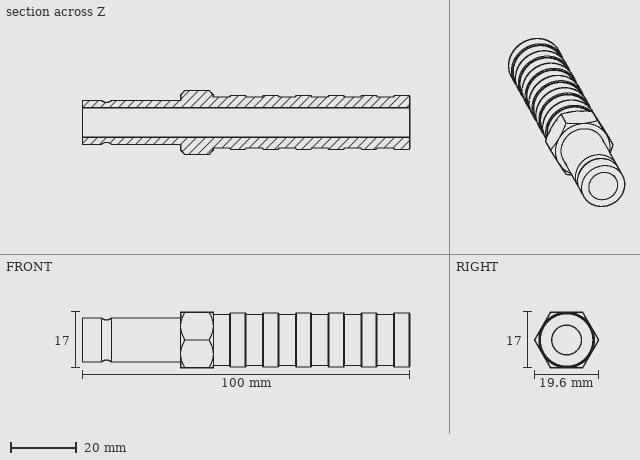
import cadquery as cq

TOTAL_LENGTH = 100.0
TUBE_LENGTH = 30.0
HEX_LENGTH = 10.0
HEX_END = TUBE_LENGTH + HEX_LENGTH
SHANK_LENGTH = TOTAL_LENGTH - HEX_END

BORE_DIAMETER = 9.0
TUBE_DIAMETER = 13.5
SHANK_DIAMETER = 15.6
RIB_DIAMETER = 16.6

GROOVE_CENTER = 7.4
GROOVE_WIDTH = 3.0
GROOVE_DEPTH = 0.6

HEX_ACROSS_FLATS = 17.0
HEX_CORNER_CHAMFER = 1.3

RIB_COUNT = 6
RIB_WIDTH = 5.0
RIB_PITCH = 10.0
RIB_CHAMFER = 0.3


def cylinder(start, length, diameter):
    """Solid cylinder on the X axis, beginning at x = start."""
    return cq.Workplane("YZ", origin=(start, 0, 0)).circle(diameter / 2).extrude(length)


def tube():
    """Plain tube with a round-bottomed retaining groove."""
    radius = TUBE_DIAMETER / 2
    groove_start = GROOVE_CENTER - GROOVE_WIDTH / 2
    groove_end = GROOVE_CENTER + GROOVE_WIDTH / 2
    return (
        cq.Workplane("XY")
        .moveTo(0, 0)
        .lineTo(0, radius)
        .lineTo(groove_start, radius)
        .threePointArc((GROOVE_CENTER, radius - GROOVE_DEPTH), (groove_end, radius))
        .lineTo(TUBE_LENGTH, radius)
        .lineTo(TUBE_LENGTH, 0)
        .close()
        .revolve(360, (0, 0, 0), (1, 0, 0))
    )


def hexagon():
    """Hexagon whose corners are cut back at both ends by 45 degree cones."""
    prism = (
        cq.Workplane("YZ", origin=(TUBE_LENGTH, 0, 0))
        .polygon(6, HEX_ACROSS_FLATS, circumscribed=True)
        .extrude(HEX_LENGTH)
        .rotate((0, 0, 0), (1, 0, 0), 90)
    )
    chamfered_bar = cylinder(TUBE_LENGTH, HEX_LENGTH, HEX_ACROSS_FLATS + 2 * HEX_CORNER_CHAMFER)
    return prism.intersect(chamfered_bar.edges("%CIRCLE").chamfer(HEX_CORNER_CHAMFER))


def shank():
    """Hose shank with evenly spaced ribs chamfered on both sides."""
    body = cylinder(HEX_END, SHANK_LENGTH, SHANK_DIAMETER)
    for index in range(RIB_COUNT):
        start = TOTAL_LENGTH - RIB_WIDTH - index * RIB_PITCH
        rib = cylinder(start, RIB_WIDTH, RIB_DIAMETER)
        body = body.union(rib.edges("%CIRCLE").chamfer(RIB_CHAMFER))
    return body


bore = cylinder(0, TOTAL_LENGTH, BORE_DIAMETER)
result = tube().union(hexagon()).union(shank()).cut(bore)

--

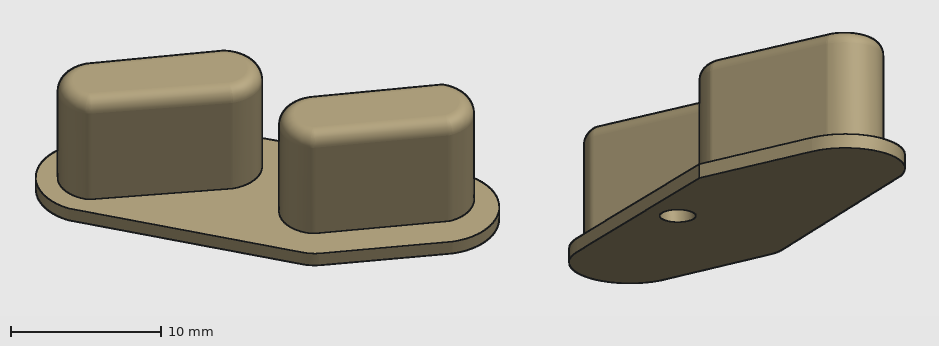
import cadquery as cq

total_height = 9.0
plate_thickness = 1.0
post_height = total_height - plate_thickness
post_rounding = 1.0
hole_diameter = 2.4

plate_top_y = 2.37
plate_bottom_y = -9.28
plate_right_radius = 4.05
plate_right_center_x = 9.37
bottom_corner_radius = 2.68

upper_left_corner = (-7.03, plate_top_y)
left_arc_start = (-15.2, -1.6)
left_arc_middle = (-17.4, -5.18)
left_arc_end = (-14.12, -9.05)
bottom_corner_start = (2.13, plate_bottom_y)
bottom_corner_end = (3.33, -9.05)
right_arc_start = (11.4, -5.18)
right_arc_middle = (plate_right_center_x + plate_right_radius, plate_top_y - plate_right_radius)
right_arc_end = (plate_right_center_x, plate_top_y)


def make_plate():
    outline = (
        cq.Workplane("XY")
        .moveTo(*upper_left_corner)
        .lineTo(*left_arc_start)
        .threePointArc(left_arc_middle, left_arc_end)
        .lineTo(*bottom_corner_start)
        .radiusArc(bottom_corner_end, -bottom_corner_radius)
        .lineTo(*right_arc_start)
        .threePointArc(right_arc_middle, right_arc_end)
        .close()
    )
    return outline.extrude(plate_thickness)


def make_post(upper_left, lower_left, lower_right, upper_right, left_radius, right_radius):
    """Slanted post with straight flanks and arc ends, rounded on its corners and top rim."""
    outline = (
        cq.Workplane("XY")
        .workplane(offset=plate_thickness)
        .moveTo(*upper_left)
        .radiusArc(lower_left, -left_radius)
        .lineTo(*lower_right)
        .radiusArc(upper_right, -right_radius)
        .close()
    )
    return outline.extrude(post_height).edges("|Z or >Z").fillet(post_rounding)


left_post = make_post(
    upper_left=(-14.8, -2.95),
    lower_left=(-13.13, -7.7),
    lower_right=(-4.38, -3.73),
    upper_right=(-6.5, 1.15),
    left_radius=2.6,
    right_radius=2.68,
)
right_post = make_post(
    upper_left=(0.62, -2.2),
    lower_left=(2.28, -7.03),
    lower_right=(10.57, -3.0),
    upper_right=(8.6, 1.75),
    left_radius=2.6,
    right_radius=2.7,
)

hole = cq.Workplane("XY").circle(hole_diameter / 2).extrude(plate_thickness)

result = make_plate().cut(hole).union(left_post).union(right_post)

...

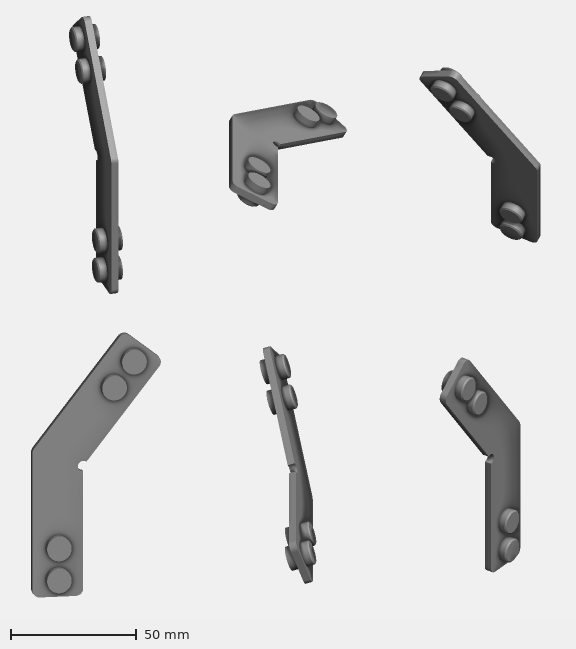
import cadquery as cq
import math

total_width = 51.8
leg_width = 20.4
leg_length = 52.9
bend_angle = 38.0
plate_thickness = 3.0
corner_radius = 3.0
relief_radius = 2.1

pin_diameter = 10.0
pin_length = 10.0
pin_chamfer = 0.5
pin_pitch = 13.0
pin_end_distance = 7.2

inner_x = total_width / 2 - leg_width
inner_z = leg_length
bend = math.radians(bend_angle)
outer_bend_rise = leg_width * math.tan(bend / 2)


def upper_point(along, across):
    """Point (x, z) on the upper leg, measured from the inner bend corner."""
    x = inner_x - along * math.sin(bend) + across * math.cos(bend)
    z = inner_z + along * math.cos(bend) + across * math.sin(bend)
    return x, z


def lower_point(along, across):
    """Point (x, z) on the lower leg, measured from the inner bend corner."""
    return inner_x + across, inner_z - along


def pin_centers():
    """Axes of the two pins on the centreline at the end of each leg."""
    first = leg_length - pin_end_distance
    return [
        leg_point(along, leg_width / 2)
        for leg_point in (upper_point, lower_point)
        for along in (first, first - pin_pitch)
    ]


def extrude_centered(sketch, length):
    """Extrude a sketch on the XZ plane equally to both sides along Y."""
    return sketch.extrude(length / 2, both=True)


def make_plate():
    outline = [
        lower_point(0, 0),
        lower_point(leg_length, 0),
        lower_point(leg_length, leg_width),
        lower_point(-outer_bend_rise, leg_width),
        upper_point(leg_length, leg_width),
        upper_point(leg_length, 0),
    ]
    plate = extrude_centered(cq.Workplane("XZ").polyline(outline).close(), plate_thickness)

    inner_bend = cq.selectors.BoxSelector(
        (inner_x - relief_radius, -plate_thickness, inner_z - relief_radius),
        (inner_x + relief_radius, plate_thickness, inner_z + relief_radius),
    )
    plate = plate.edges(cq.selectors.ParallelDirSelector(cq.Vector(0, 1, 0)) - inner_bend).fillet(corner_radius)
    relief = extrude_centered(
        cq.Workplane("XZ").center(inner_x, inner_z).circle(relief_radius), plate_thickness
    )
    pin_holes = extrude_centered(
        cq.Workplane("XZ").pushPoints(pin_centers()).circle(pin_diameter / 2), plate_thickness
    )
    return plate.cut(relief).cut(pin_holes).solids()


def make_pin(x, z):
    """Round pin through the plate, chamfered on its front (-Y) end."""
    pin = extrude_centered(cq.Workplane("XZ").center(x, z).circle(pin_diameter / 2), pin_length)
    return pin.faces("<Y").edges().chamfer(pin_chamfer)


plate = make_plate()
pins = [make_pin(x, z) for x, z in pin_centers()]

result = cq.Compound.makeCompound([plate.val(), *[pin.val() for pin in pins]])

WORK TASK> Show all lines from the entries that hold "sides".

RESULT FOR THIS TASK>
    """Hose shank with evenly spaced ribs chamfered on both sides."""
    """Extrude a sketch on the XZ plane equally to both sides along Y."""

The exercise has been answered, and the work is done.